ACTIVITY. Below this line is the material. Write out only its lines from the one containing "to gauravmehrotra-hsc/Fraudulent_Claim_Detection, a" through the one containing "Also in this commit, not shown: 1", both kept, exactly.

INFORMATION SUPPLIED.
____
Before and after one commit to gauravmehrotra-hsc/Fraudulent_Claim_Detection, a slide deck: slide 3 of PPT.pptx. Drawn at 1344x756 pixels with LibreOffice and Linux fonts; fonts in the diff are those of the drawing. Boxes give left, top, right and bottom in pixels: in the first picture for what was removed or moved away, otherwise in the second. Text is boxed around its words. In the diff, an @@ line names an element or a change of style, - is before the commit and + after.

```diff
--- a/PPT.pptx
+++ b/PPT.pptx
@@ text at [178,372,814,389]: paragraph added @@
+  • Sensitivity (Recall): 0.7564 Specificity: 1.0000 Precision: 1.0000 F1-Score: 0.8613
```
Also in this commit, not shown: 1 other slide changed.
____
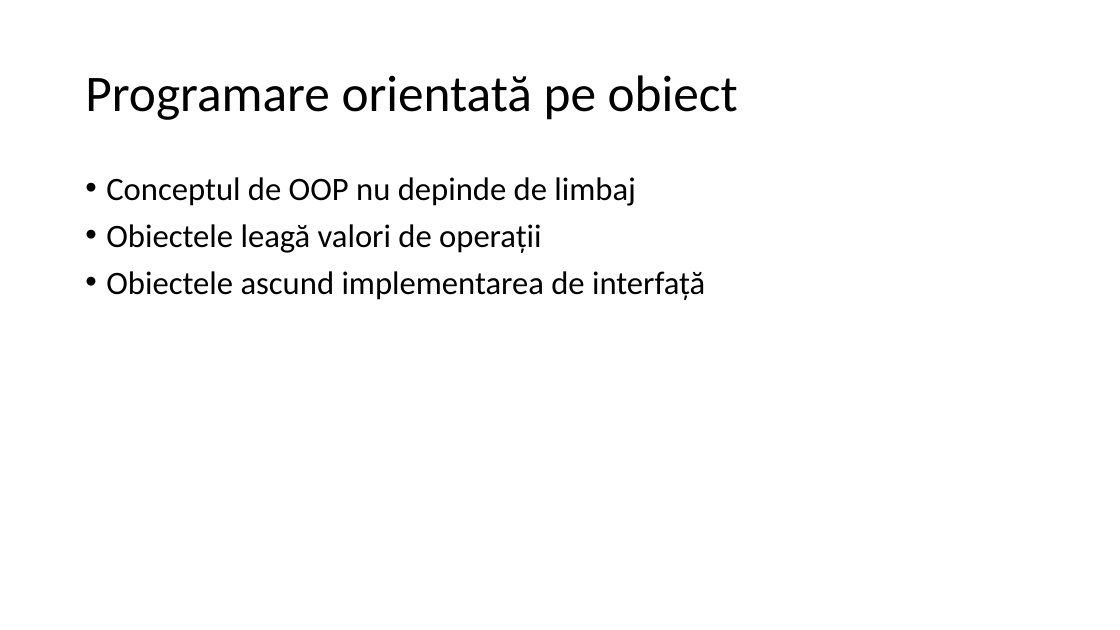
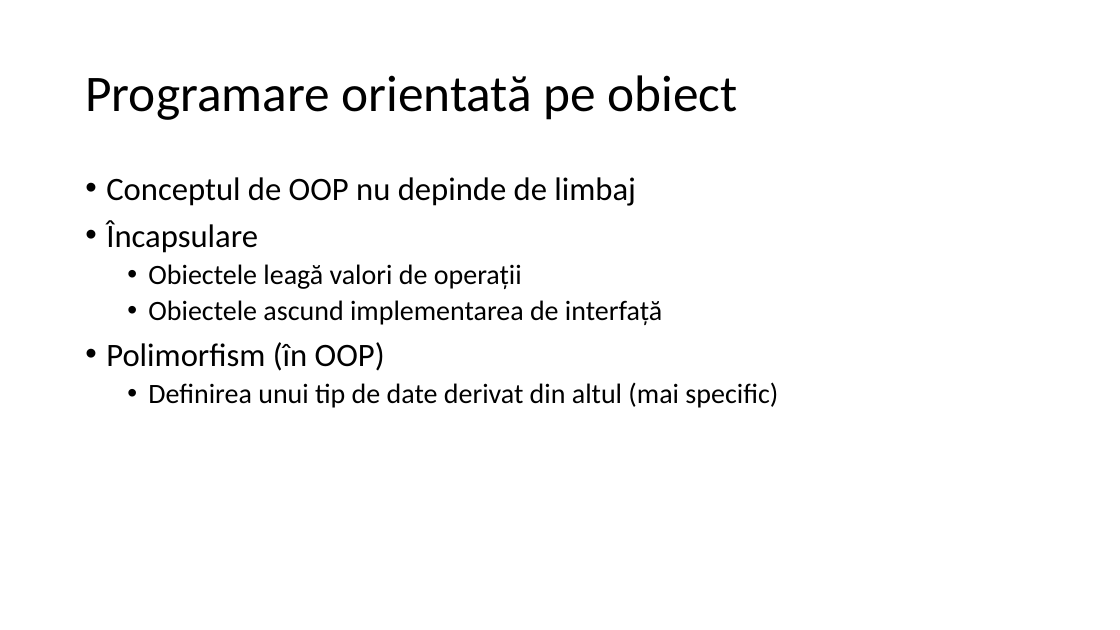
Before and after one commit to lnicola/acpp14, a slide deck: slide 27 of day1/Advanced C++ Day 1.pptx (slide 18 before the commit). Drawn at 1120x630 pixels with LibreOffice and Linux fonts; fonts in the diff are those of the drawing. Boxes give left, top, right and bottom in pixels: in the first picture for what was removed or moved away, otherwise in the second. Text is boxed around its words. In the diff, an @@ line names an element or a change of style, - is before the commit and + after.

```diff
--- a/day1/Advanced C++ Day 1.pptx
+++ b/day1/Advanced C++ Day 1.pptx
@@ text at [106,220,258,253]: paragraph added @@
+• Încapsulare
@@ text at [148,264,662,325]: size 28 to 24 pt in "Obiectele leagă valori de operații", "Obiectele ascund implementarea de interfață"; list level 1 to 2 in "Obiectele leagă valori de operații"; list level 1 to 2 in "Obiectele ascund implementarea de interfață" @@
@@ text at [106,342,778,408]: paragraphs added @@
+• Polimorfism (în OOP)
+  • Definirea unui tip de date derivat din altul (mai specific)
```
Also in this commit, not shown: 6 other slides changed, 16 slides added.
____
RESPONSE TO THE EXERCISE.
Before and after one commit to gauravmehrotra-hsc/Fraudulent_Claim_Detection, a slide deck: slide 3 of PPT.pptx. Drawn at 1344x756 pixels with LibreOffice and Linux fonts; fonts in the diff are those of the drawing. Boxes give left, top, right and bottom in pixels: in the first picture for what was removed or moved away, otherwise in the second. Text is boxed around its words. In the diff, an @@ line names an element or a change of style, - is before the commit and + after.

```diff
--- a/PPT.pptx
+++ b/PPT.pptx
@@ text at [178,372,814,389]: paragraph added @@
+  • Sensitivity (Recall): 0.7564 Specificity: 1.0000 Precision: 1.0000 F1-Score: 0.8613
```
Also in this commit, not shown: 1 other slide changed.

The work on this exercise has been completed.